▶ Source material:
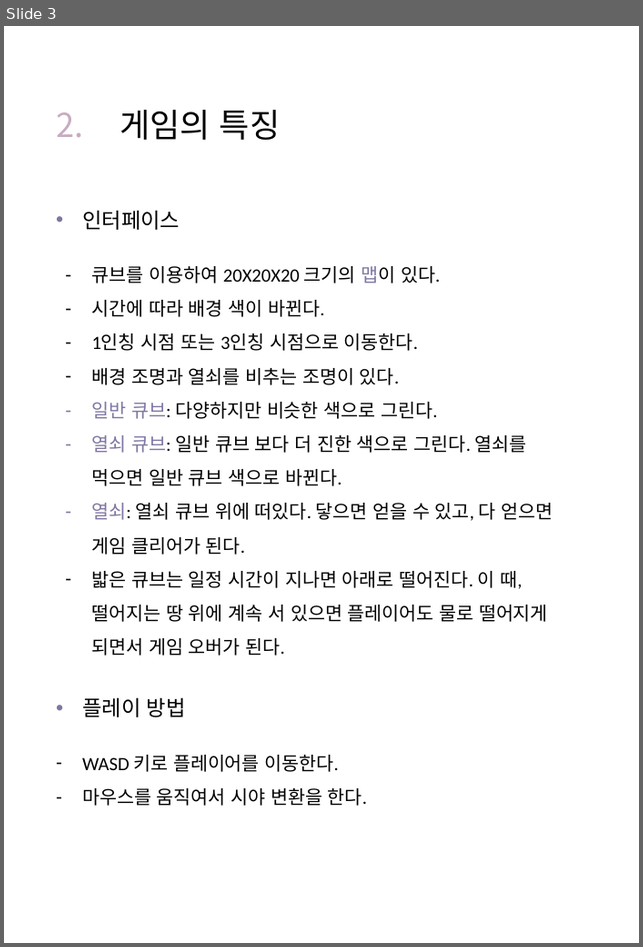
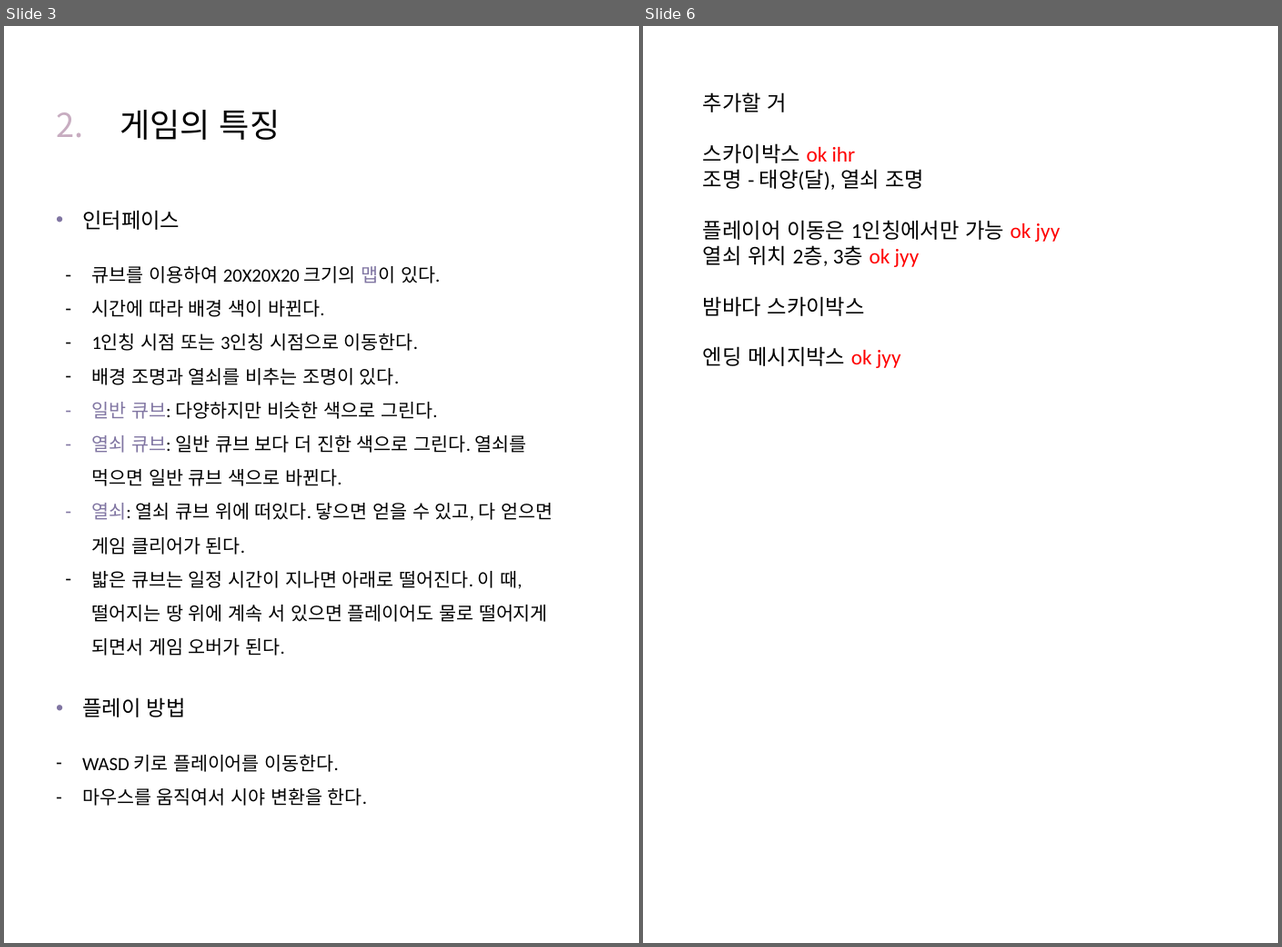
Before and after one commit to iop01447/2-2-ComputerGraphics-CUBE-ISLE, a slide deck: 컴그_기말프로젝트_제안서.pptx. Shown side by side, each under a label of ours: slide 3 before the commit, slides 3 and 6 after it; the slides between them are not shown. The pictures are 643x947 and 1282x947 pixels, drawn with LibreOffice and Linux fonts; fonts in the diff are those of the drawing. Boxes give left, top, right and bottom in pixels: in the first picture for what was removed or moved away, otherwise in the second. Text is boxed around its words. In the diff, an @@ line names an element or a change of style, - is before the commit and + after.

```diff
--- a/컴그_기말프로젝트_제안서.pptx
+++ b/컴그_기말프로젝트_제안서.pptx
@@ slide 6 added at [643,26,1278,943], background #FFFFFF @@
@@ text added at [703,92,1061,368], 18 pt, text #000000 @@
+추가할 거
+스카이박스 ok ihr
+조명 - 태양(달), 열쇠 조명
+플레이어 이동은 1인칭에서만 가능 ok jyy
+열쇠 위치 2층, 3층 ok jyy
+밤바다 스카이박스
+엔딩 메시지박스 ok jyy
```
Also in this commit, not shown: 1 slide changed.

▶ Work to be completed:
Apart from the pictures, repeat every entry exactly.

▶ Solved problem:
Before and after one commit to iop01447/2-2-ComputerGraphics-CUBE-ISLE, a slide deck: 컴그_기말프로젝트_제안서.pptx. Shown side by side, each under a label of ours: slide 3 before the commit, slides 3 and 6 after it; the slides between them are not shown. The pictures are 643x947 and 1282x947 pixels, drawn with LibreOffice and Linux fonts; fonts in the diff are those of the drawing. Boxes give left, top, right and bottom in pixels: in the first picture for what was removed or moved away, otherwise in the second. Text is boxed around its words. In the diff, an @@ line names an element or a change of style, - is before the commit and + after.

```diff
--- a/컴그_기말프로젝트_제안서.pptx
+++ b/컴그_기말프로젝트_제안서.pptx
@@ slide 6 added at [643,26,1278,943], background #FFFFFF @@
@@ text added at [703,92,1061,368], 18 pt, text #000000 @@
+추가할 거
+스카이박스 ok ihr
+조명 - 태양(달), 열쇠 조명
+플레이어 이동은 1인칭에서만 가능 ok jyy
+열쇠 위치 2층, 3층 ok jyy
+밤바다 스카이박스
+엔딩 메시지박스 ok jyy
```
Also in this commit, not shown: 1 slide changed.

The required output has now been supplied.